Before I had my ankle surgery, a friend told me that her doctor-brother said, “We do not have to tolerate pain unnecessarily.” Pain relievers lessen physical pain. Yet there is another kind of pain that no painkiller can fix—the pain of a broken spirit and a wounded soul.

Psalm 34:18 declares that “The Lord is close to the brokenhearted and saves those who are crushed in spirit.” Psalm 51:17 says that “My sacrifice, O God, is a broken spirit; a broken and contrite heart you, God, will not despise.”

We live in a broken world, where we cannot run away from pain and grief. Yet Christians have assurance that our pain and sufferings are not in vain. For God works out all things—good and bad—for our good, for those who love him and are called for his purpose.

Because of my cancer, I have become more compassionate towards others who are suffering. Compassion asks us to go where it hurts, to enter into the places of pain, to walk with the anxious, the broken-hearted, and the confused. Compassion compels us to cry with the grieving, and mourn with those who mourn. Compassion calls us to be weak with the weak, vulnerable with the vulnerable, and powerless with the powerless. Compassion means full immersion in the condition of being human.

As Henri Nouwen wisely observed: “The dance of life finds its beginnings in grief. . . Here a completely new way of living is revealed. It is the way in which pain can be embraced, not out of a desire to suffer, but in the knowledge that something new will be born in the pain.”

When friends came to me for comfort and help, God helped me comfort them with the comfort that I received from him. As Paul writes, “Praise be to the God and Father of our Lord Jesus Christ, the Father of compassion and the God of all comfort, who comforts us in all our troubles, so that we can comfort those in any trouble with the comfort we ourselves receive from God. For just as we share abundantly in the sufferings of Christ, so also our comfort abounds through Christ” (2 Corinthians 1:3–5).

Paul prayed three times for God to take away his thorn (2 Corinthians 12:7–8). God told him, “‘My grace is sufficient for you, for my power is made perfect in weakness” (2 Corinthians 12:8). God wanted Paul to rely on his power and not to exalt himself.

My emotional and spiritual pain allowed me to experience fully God’s grace and mercy. God walked me through the deep dark valley of depression, even when my emotional and mental being denied his presence. I remember how to embrace and overcome pain. My pain yesterday becomes a steppingstone to joy today.
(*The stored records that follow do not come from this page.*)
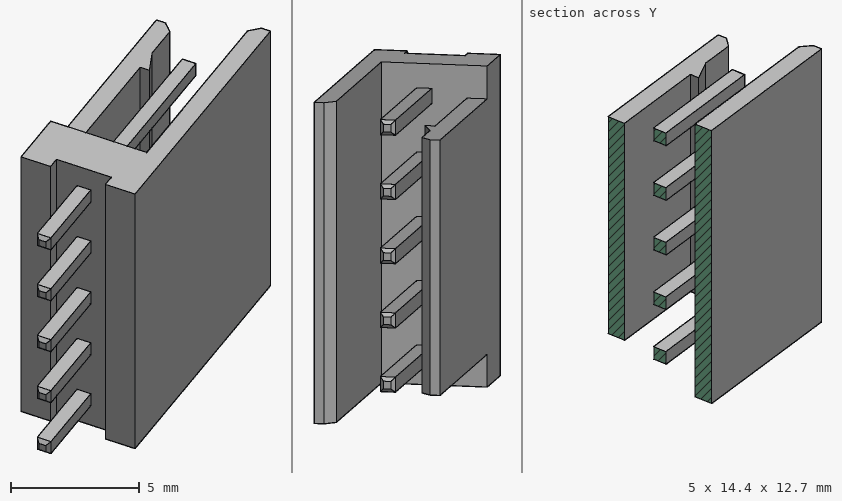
import cadquery as cq

pin_count = 5
pin_pitch = 2.54
pin_width = 0.6
pin_tip = 0.15
pin_tail = 3.0
pin_reach = 9.5

housing_width = 5.0
housing_depth = 11.4
housing_height = pin_count * pin_pitch
base_thickness = 2.5
wall_thickness = 0.8
wall_chamfer = 0.4
latch_wall_inset = 1.3

groove_width = 2.4
groove_depth = 0.5

hook_catch = 8.5
hook_length = 1.0
hook_height = 0.4

half_width = housing_width / 2
inner_face = half_width - wall_thickness
chamfer_start = housing_depth - wall_chamfer


def extrude_along_row(outline, height):
    """Extrude a closed XY outline along Z, centred on the pin row."""
    return cq.Workplane("XY").polyline(outline).close().extrude(height / 2, both=True)


def make_base():
    base = cq.Workplane("XY").box(
        housing_width, base_thickness, housing_height, centered=(True, False, True)
    )
    groove = cq.Workplane("XY").box(
        groove_width, groove_depth, housing_height, centered=(True, False, True)
    )
    return base.cut(groove)


def make_plain_wall():
    outline = [
        (inner_face, base_thickness),
        (half_width, base_thickness),
        (half_width, housing_depth),
        (inner_face + wall_chamfer, housing_depth),
        (inner_face, chamfer_start),
    ]
    return extrude_along_row(outline, housing_height)


def make_latch_wall():
    outline = [
        (-inner_face, base_thickness),
        (-half_width, base_thickness),
        (-half_width, housing_depth),
        (-inner_face - wall_chamfer, housing_depth),
        (-inner_face, chamfer_start),
        (-inner_face, hook_catch + hook_length),
        (-inner_face + hook_height, hook_catch),
        (-inner_face, hook_catch),
    ]
    return extrude_along_row(outline, housing_height - 2 * latch_wall_inset)


def make_pin(z):
    pin = cq.Workplane("XY").box(
        pin_width, pin_tail + pin_reach, pin_width, centered=(True, False, True)
    )
    pin = pin.faces("<Y or >Y").chamfer(pin_tip)
    return pin.translate((0, -pin_tail, z))


result = make_base().union(make_plain_wall()).union(make_latch_wall())
for index in range(pin_count):
    pin_z = (index - (pin_count - 1) / 2) * pin_pitch
    result = result.union(make_pin(pin_z))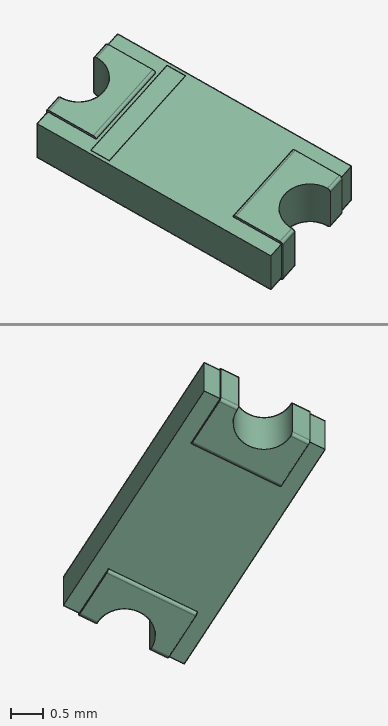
import cadquery as cq

length = 4.5
width = 2.15
height = 0.96

end_plating = 0.025
face_plating = 0.05
terminal_length = 0.95
terminal_width = 1.585
terminal_edge_radius = 0.055

notch_radius = 0.475
notch_inset = 0.05

stripe_length = 2.035
stripe_width = 0.35
stripe_gap = 0.06
stripe_height = 0.005

body_length = length - 2 * end_plating
body_height = height - 2 * face_plating
body_top = body_height / 2


def make_terminal(side):
    """Rounded block whose middle is buried in the substrate; side is -1 or +1 along X."""
    center_x = side * (length - terminal_length) / 2
    return (
        cq.Workplane("XY")
        .box(terminal_length, terminal_width, height)
        .edges("|Y")
        .fillet(terminal_edge_radius)
        .translate((center_x, 0, 0))
    )


def make_notch(side):
    """Upright round cutter centered just inside one end."""
    center_x = side * (length / 2 - notch_inset)
    return cq.Workplane("XY").center(center_x, 0).circle(notch_radius).extrude(height / 2, both=True)


def make_stripe():
    """Thin bar across the top face, just inboard of the -X terminal."""
    center_x = -length / 2 + terminal_length + stripe_gap + stripe_width / 2
    return (
        cq.Workplane("XY")
        .box(stripe_width, stripe_length, stripe_height, centered=(True, True, False))
        .translate((center_x, 0, body_top))
    )


result = cq.Workplane("XY").box(body_length, width, body_height)
for end in (-1, 1):
    result = result.union(make_terminal(end))
for end in (-1, 1):
    result = result.cut(make_notch(end))
result = result.union(make_stripe())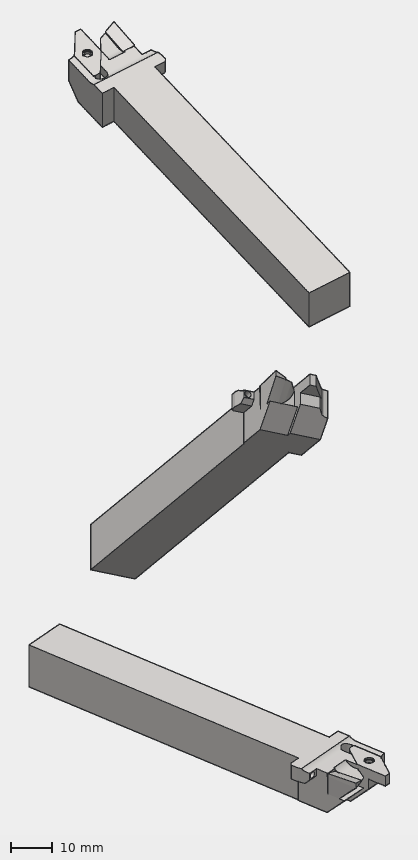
import cadquery as cq

length = 103.3
height = 12.0
shank_front, shank_back = 3.4, 15.4
head_end = 20.9
deck = 11.3
head_back = 15.6

step_start, step_end = 15.2, 17.4

wing_bottom = 8.1
wing_back = 19.0
port_y, port_z = 17.3, 10.3
port_diameter = 1.7
port_depth = 2.1
wing_chamfer = 1.2

front_relief_foot = 10.6

insert_bottom = 8.5
insert_top = 11.4
insert_back = 8.2
insert_front = 1.9
corner_x, corner_y, corner_radius = 15.1, 3.6, 1.7
corner_slot_start = 12.2
screw_x, screw_y = 7.4, 5.0
screw_diameter, socket_diameter = 2.5, 1.8
screw_recess, socket_depth = 0.4, 1.2

jaw_back = 15.8
jaw_ridge = 12.7
jaw_tip = 3.0
jaw_land_bottom = 10.5
jaw_root = 5.4
lower_nose = 6.6
rear_relief_foot = lower_nose + jaw_root
throat_end = 8.3
crest_end = 11.8
crest_fall = 0.6
crest_tilt = 0.9
floor_front_z, floor_back_z = 10.6, 10.0
ramp_start, ramp_end = 9.6, 12.2
ramp_radius = 4.1


def prism(points, bottom, top):
    """Upright prism over a plan outline."""
    return cq.Workplane("XY").workplane(offset=bottom).polyline(points).close().extrude(top - bottom)


def block(x0, x1, y0, y1, z0, z1):
    return prism([(x0, y0), (x1, y0), (x1, y1), (x0, y1)], z0, z1)


def along_y(profile, y0, y1):
    """Extrude a closed XZ profile from y0 to y1."""
    return profile.extrude(y0 - y1).translate((0, y0, 0))


def make_head():
    nose_outline = [
        (head_end, 0), (6.6, 0), (6.5, 1.0), (6.2, insert_front), (5.2, 2.9), (5.2, insert_back),
        (lower_nose, insert_back), (lower_nose, head_back), (head_end, head_back),
    ]
    throat = block(0, throat_end, insert_back, head_back, jaw_root, height)
    return prism(nose_outline, 0, height).cut(throat)


def make_wing():
    wing = (
        cq.Workplane("XY").workplane(offset=wing_bottom)
        .moveTo(step_start, head_back - 1)
        .lineTo(step_start, 18.3)
        .lineTo(17.0, 18.7)
        .lineTo(18.6, wing_back)
        .lineTo(20.2, wing_back)
        .lineTo(head_end, 18.4)
        .lineTo(head_end, head_back - 1)
        .close()
        .extrude(height - wing_bottom)
    )
    wing = wing.faces("<X").edges("<Z").chamfer(wing_chamfer)
    port = (
        cq.Workplane("YZ", origin=(step_start, port_y, port_z))
        .circle(port_diameter / 2)
        .extrude(port_depth)
    )
    return wing.cut(port)


def deck_cut():
    """Space above the deck, ending in a concave arc tangent to it."""
    rise = height - deck
    run = step_end - step_start
    radius = (run**2 + rise**2) / (2 * rise)
    profile = (
        cq.Workplane("XZ")
        .moveTo(0, deck)
        .lineTo(step_start, deck)
        .radiusArc((step_end, height), -radius)
        .lineTo(0, height)
        .close()
    )
    return along_y(profile, 0, wing_back)


def nose_relief(foot, y0, y1):
    """45 degree wedge below the nose, leaving the underside at X = foot."""
    profile = cq.Workplane("XZ").polyline([(0, 0), (foot, 0), (0, foot)]).close()
    return along_y(profile, y0, y1)


def make_jaw():
    """Jaw blank with a vertical land above an undercut."""
    rim = [
        (jaw_tip, jaw_back), (3.8, jaw_ridge), (4.5, 10.7), (8.1, 8.3),
        (crest_end, 8.3), (crest_end, jaw_back),
    ]
    root = [
        (throat_end, head_back), (throat_end, jaw_ridge), (9.7, 10.7), (10.7, 8.3),
        (crest_end, 8.3), (crest_end, head_back),
    ]
    undercut = (
        cq.Workplane("XY").workplane(offset=jaw_root).polyline(root).close()
        .workplane(offset=jaw_land_bottom - jaw_root).polyline(rim).close()
        .loft(ruled=True)
    )
    land = prism(rim, jaw_land_bottom, height)
    return undercut.union(land)


def crest_section(back_z):
    """YZ section of the space above the crest."""
    return [
        (jaw_back, back_z), (jaw_ridge, back_z - crest_tilt),
        (jaw_ridge, height + 1), (jaw_back, height + 1),
    ]


def crest_cut():
    """Space above the crest, which falls toward the shank and toward the ridge."""
    return (
        cq.Workplane("YZ", origin=(jaw_tip, 0, 0)).polyline(crest_section(height)).close()
        .workplane(offset=crest_end - jaw_tip).polyline(crest_section(height - crest_fall)).close()
        .loft(ruled=True)
    )


def chip_floor_cut():
    """Space over the chip floor, with the concave ramp up to the deck behind it."""
    profile = (
        cq.Workplane("XZ")
        .moveTo(jaw_tip, floor_front_z)
        .lineTo(ramp_start, floor_back_z)
        .radiusArc((ramp_end, deck), -ramp_radius)
        .lineTo(ramp_end, height)
        .lineTo(jaw_tip, height)
        .close()
    )
    return along_y(profile, insert_back, jaw_ridge)


def corner_cut():
    """Clearance slot around the rear corner of the insert."""
    slot = block(
        corner_slot_start, corner_x, corner_y - corner_radius, corner_y + corner_radius,
        insert_bottom, height,
    )
    end = (
        cq.Workplane("XY", origin=(corner_x, corner_y, insert_bottom))
        .circle(corner_radius)
        .extrude(height - insert_bottom)
    )
    return slot.union(end)


def insert_blank(top):
    outline = [
        (0, insert_back), (0, 6.5), (6.4, insert_front), (14.4, insert_front),
        (14.7, 2.3), (14.5, 3.7), (13.8, 4.3), (8.6, insert_back),
    ]
    return prism(outline, insert_bottom, top)


def screw_disc(diameter, depth):
    return (
        cq.Workplane("XY", origin=(screw_x, screw_y, insert_top - depth))
        .circle(diameter / 2)
        .extrude(depth)
    )


def make_insert():
    """Insert with a recessed screw head and a socket in the screw."""
    screw_ring = screw_disc(screw_diameter, screw_recess)
    return insert_blank(insert_top).cut(screw_ring).cut(screw_disc(socket_diameter, socket_depth))


shank = block(head_end, length, shank_front, shank_back, 0, height)
head = make_head().union(make_wing()).cut(deck_cut())
head = head.cut(nose_relief(front_relief_foot, 0, insert_back))
head = head.cut(nose_relief(rear_relief_foot, insert_back, head_back))
head = head.union(make_jaw()).cut(crest_cut()).cut(chip_floor_cut()).cut(corner_cut())
head = head.cut(insert_blank(height))
result = shank.union(head).union(make_insert())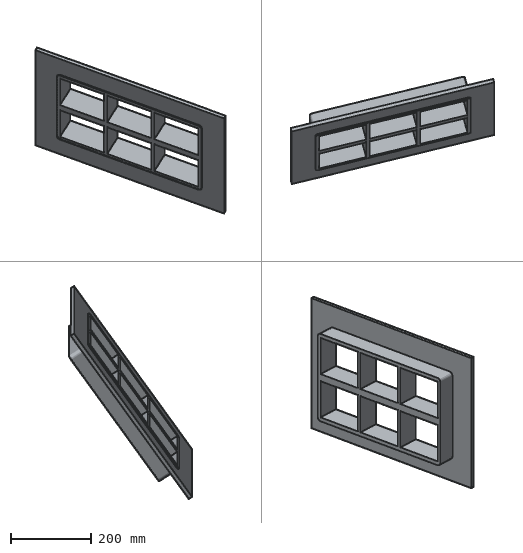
import cadquery as cq

plate_width = 521.5
plate_height = 362.0
plate_thickness = 10.0

block_width = 400.0
block_height = 243.0
block_depth = 60.0
front_projection = 3.0
corner_radius = 10.0

columns = 3
rows = 2
window_width = 121.0
window_height = 100.5
upright_rib = 9.5
cross_rib = 20.0

column_pitch = window_width + upright_rib
row_pitch = window_height + cross_rib


def slab(width, height, thickness, front_y):
    """Rectangular slab centred on X and Z, extending toward +Y from front_y."""
    return (
        cq.Workplane("XY")
        .box(width, thickness, height, centered=(True, False, True))
        .translate((0, front_y, 0))
    )


plate = slab(plate_width, plate_height, plate_thickness, front_projection)
block = slab(block_width, block_height, block_depth, 0).edges("|Y").fillet(corner_radius)
body = plate.union(block)

windows = (
    cq.Workplane("XZ")
    .rarray(column_pitch, row_pitch, columns, rows)
    .rect(window_width, window_height)
    .extrude(-block_depth)
)

result = body.cut(windows)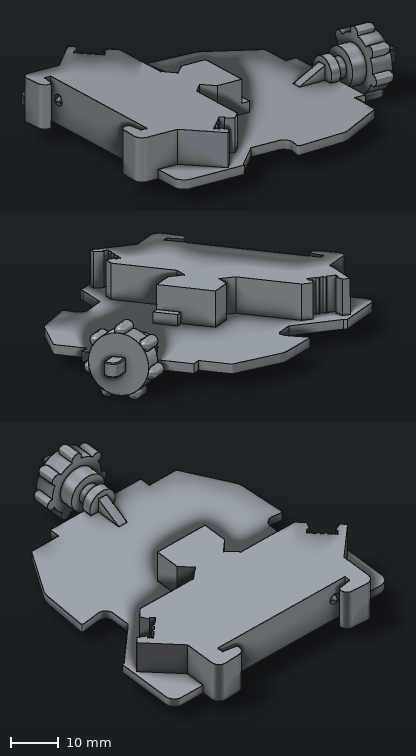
import cadquery as cq
import math

PLATE_THICK = 2.15
PLATE_WIDTH = 60.0
PLATE_HALF_W = PLATE_WIDTH / 2
PLATE_TOP_Y = 59.0
FOOT_CORNER_R = 2.5
FOOT_TOP_Y = 16.1
FOOT_CHAMFER_X, FOOT_CHAMFER_Y = 0.7, 0.3
LEFT_WALL_X = 20.5
RIGHT_WALL_X = 22.95
NOTCH_R = 2.0
NOTCH_SLOPE = math.tan(math.radians(8))
LIP_X, LIP_Y, LIP_R = 27.9, 31.3, 0.5
SIDE_X, SIDE_Y, SIDE_R = 27.1, 44.1, 5.0
SHOULDER_X, SHOULDER_Y, SHOULDER_R = 20.1, 56.3, 0.55
TAB_HALF_W = 12.6

BODY_HEIGHT = 10.0
HEAD_HALF_W, HEAD_TOP_Y = 6.6, 31.8
NECK_HALF_W, NECK_Y = 3.9, 22.9
NECK_DEPTH = HEAD_HALF_W - NECK_HALF_W
ARM_TOP_Y = 20.3
LEG_OUTER_X, LEG_INNER_X, LEG_BOTTOM_Y = 21.7, 17.6, -4.85
LEG_TOP_Y = 4.9
LEG_R = 2.1
HOOK_TIP_X, HOOK_TIP_LOW_Y, HOOK_TIP_HIGH_Y = 14.0, -4.4, -2.15
HOOK_ROOT_Y = -1.5
HOOK_LOW_R, HOOK_HIGH_R = 1.75, 0.5

SLOT_X, SLOT_Y = 23.3, 13.7
SLOT_DEPTH = 3.35
SLOT_FLOOR_HALF = 3.3
SLOT_LEDGE_HALF, SLOT_LEDGE_V = 2.7, 1.2
SLOT_MOUTH_HALF = 3.35
ARM_UPPER_U, ARM_LOWER_U = 6.1, -5.1
TOOTH_U, TOOTH_HALF_BASE = 0.8, 0.5

STEP_X0, STEP_TOP_Y, STEP_HEIGHT = 1.1, 33.8, 2.5

PIN_X, PIN_Z = 14.8, 5.6
PIN_HOLE_R, PIN_HOLE_DEPTH = 1.3, 1.2
PIN_R, PIN_TIP_OUT = 1.2, 0.95

AXIS_Z = 3.7
FLANGE_R, FLANGE_Y = 3.5, 56.8
SHAFT_R = 2.5
COLLAR_R, COLLAR_Y = 4.6, 61.3
DISC_R, DISC_Y, DISC_TOP_Y = 6.8, 64.9, 70.0
LOBES, LOBE_R, LOBE_CENTRE_R = 7, 1.35, 7.0
ROD_WIDTH, ROD_END_Y, ROD_END_R, ROD_BEVEL = 3.2, 74.95, 1.4, 0.2
RIB_WIDTH, RIB_TOP_Z, RIB_END_Y = 2.3, 5.6, 50.3


def rounded_prism(corners, height):
    """Extrude a closed outline of (x, y, corner radius) from z = 0."""
    count = len(corners)
    outline = None
    for i, (x, y, radius) in enumerate(corners):
        corner = cq.Vector(x, y)
        back = (cq.Vector(*corners[i - 1][:2]) - corner).normalized()
        ahead = (cq.Vector(*corners[(i + 1) % count][:2]) - corner).normalized()
        half_angle = back.getAngle(ahead) / 2
        reach = radius / math.tan(half_angle)
        start = (corner + back * reach).toTuple()[:2]
        if outline is None:
            outline = cq.Workplane("XY").moveTo(*start)
        else:
            outline = outline.lineTo(*start)
        if radius > 0:
            bisector = (back + ahead).normalized()
            middle = corner + bisector * (radius / math.sin(half_angle) - radius)
            end = corner + ahead * reach
            outline = outline.threePointArc(middle.toTuple()[:2], end.toTuple()[:2])
    return outline.close().extrude(height)


def plate_side(wall_x):
    """Right-hand plate corners from bottom to top, with the notch wall at wall_x."""
    chamfer_x = PLATE_HALF_W - FOOT_CHAMFER_X
    chamfer_y = FOOT_TOP_Y + FOOT_CHAMFER_Y
    return [
        (PLATE_HALF_W, 0, FOOT_CORNER_R),
        (PLATE_HALF_W, FOOT_TOP_Y, 0),
        (chamfer_x, chamfer_y, 0),
        (wall_x, chamfer_y + chamfer_x - wall_x, 0),
        (wall_x, LIP_Y + (LIP_X - wall_x) * NOTCH_SLOPE, NOTCH_R),
        (LIP_X, LIP_Y, LIP_R),
        (SIDE_X, SIDE_Y, SIDE_R),
        (SHOULDER_X, SHOULDER_Y, SHOULDER_R),
        (TAB_HALF_W, SHOULDER_Y, 0),
        (TAB_HALF_W, PLATE_TOP_Y, 0),
    ]


def mirrored(corners):
    """The same corners on the other side of x = 0, in reverse order."""
    return [(-x, y, radius) for x, y, radius in reversed(corners)]


def make_plate():
    corners = plate_side(RIGHT_WALL_X) + mirrored(plate_side(LEFT_WALL_X))
    return rounded_prism(corners, PLATE_THICK)


def arm_point(u, v):
    """Right-hand arm corner at u along the slot floor and v outwards from it."""
    diagonal = math.sqrt(2)
    return (SLOT_X + (v - u) / diagonal, SLOT_Y + (v + u) / diagonal, 0)


def tooth(u):
    """Small right-angled tooth centred at u on the slot floor."""
    return [
        arm_point(u - TOOTH_HALF_BASE, 0),
        arm_point(u, TOOTH_HALF_BASE),
        arm_point(u + TOOTH_HALF_BASE, 0),
    ]


def body_side():
    """Right-hand body corners from the lower edge up to the head."""
    leg = [
        (LEG_INNER_X, 0, 0),
        (LEG_INNER_X, HOOK_ROOT_Y, 0),
        (HOOK_TIP_X, HOOK_TIP_HIGH_Y, HOOK_HIGH_R),
        (HOOK_TIP_X, HOOK_TIP_LOW_Y, HOOK_LOW_R),
        (LEG_OUTER_X, LEG_BOTTOM_Y, LEG_R),
        (LEG_OUTER_X, LEG_TOP_Y, 0),
    ]
    slot = [
        arm_point(ARM_LOWER_U, SLOT_DEPTH),
        arm_point(-SLOT_MOUTH_HALF, SLOT_DEPTH),
        arm_point(-SLOT_LEDGE_HALF, SLOT_LEDGE_V),
        arm_point(-SLOT_FLOOR_HALF, SLOT_LEDGE_V),
        arm_point(-SLOT_FLOOR_HALF, 0),
        *tooth(-TOOTH_U),
        *tooth(TOOTH_U),
        arm_point(SLOT_FLOOR_HALF, 0),
        arm_point(SLOT_FLOOR_HALF, SLOT_LEDGE_V),
        arm_point(SLOT_LEDGE_HALF, SLOT_LEDGE_V),
        arm_point(SLOT_MOUTH_HALF, SLOT_DEPTH),
    ]
    arm_upper_x, arm_upper_y, _ = arm_point(ARM_UPPER_U, SLOT_DEPTH)
    head = [
        (arm_upper_x - (ARM_TOP_Y - arm_upper_y), ARM_TOP_Y, 0),
        (HEAD_HALF_W, ARM_TOP_Y, 0),
        (NECK_HALF_W, NECK_Y, 0),
        (HEAD_HALF_W, NECK_Y + NECK_DEPTH, 0),
        (HEAD_HALF_W, HEAD_TOP_Y, 0),
    ]
    return leg + slot + head


def make_body():
    side = body_side()
    return rounded_prism(side + mirrored(side), BODY_HEIGHT)


def make_step():
    return cq.Workplane("XY").box(
        HEAD_HALF_W - STEP_X0,
        STEP_TOP_Y - HEAD_TOP_Y,
        PLATE_THICK + STEP_HEIGHT,
        centered=False,
    ).translate((STEP_X0, HEAD_TOP_Y, 0))


def cylinder(radius, y_start, y_end, x=0, z=AXIS_Z):
    """Cylinder parallel to y."""
    return cq.Workplane(cq.Solid.makeCylinder(
        radius, y_end - y_start, cq.Vector(x, y_start, z), cq.Vector(0, 1, 0)))


def pin(x):
    height = PIN_HOLE_DEPTH + PIN_TIP_OUT
    base = cq.Vector(x, PIN_HOLE_DEPTH, PIN_Z)
    return cq.Workplane(cq.Solid.makeCone(PIN_R, 0, height, base, cq.Vector(0, -1, 0)))


def grip_lobe():
    """Round lobe with a domed end, its axis on the y axis."""
    dome_y = DISC_TOP_Y - LOBE_R
    dome_mid = LOBE_R * math.sqrt(0.5)
    profile = (
        cq.Workplane("XY")
        .moveTo(0, DISC_Y)
        .lineTo(LOBE_R, DISC_Y)
        .lineTo(LOBE_R, dome_y)
        .threePointArc((dome_mid, dome_y + dome_mid), (0, DISC_TOP_Y))
        .close()
    )
    return profile.revolve(360, (0, 0), (0, 1))


def make_knob():
    """Flange, shaft, collar and lobed grip."""
    knob = cylinder(FLANGE_R, FLANGE_Y, PLATE_TOP_Y)
    knob = knob.union(cylinder(SHAFT_R, FLANGE_Y, DISC_Y))
    knob = knob.union(cylinder(COLLAR_R, COLLAR_Y, DISC_Y))
    knob = knob.union(cylinder(DISC_R, DISC_Y, DISC_TOP_Y))
    for i in range(LOBES):
        angle = 2 * math.pi * i / LOBES
        x = LOBE_CENTRE_R * math.sin(angle)
        z = AXIS_Z + LOBE_CENTRE_R * math.cos(angle)
        knob = knob.union(grip_lobe().translate((x, 0, z)))
    return knob


def make_rod():
    """Square bar with a rounded end and bevelled edges."""
    length = ROD_END_Y - DISC_Y
    bar = cq.Workplane("XY").box(ROD_WIDTH, length, ROD_WIDTH)
    bar = bar.edges("|Z and >Y").fillet(ROD_END_R)
    bar = bar.faces("<Z or >Z").chamfer(ROD_BEVEL)
    return bar.translate((0, DISC_Y + length / 2, AXIS_Z))


def make_rib():
    """Triangular rib between the flange and the plate."""
    profile = cq.Workplane("YZ").polyline([
        (FLANGE_Y, 0),
        (FLANGE_Y, RIB_TOP_Z),
        (RIB_END_Y, PLATE_THICK),
        (RIB_END_Y, 0),
    ])
    return profile.close().extrude(RIB_WIDTH / 2, both=True)


result = make_plate().union(make_body()).union(make_step())
for pin_x in (-PIN_X, PIN_X):
    result = result.cut(cylinder(PIN_HOLE_R, 0, PIN_HOLE_DEPTH, pin_x, PIN_Z))
    result = result.union(pin(pin_x))
result = result.union(make_knob()).union(make_rod()).union(make_rib())

Until I learn the lessons of patience, God will continue to send difficult people, and put me in places that test my patience. Until I learn the lessons of love, there will always be unlovable and unreasonable people to test my patience. The “thorns” in life is God’s lesson plan for me to learn patience. In my mortal morally sinful body, I need to learn these lessons everyday.

Lord, have mercy and thank you for being patient with me while I learn patience. May I learn to learn it neither too quickly, nor too slowly, but in your beautiful time. Amen.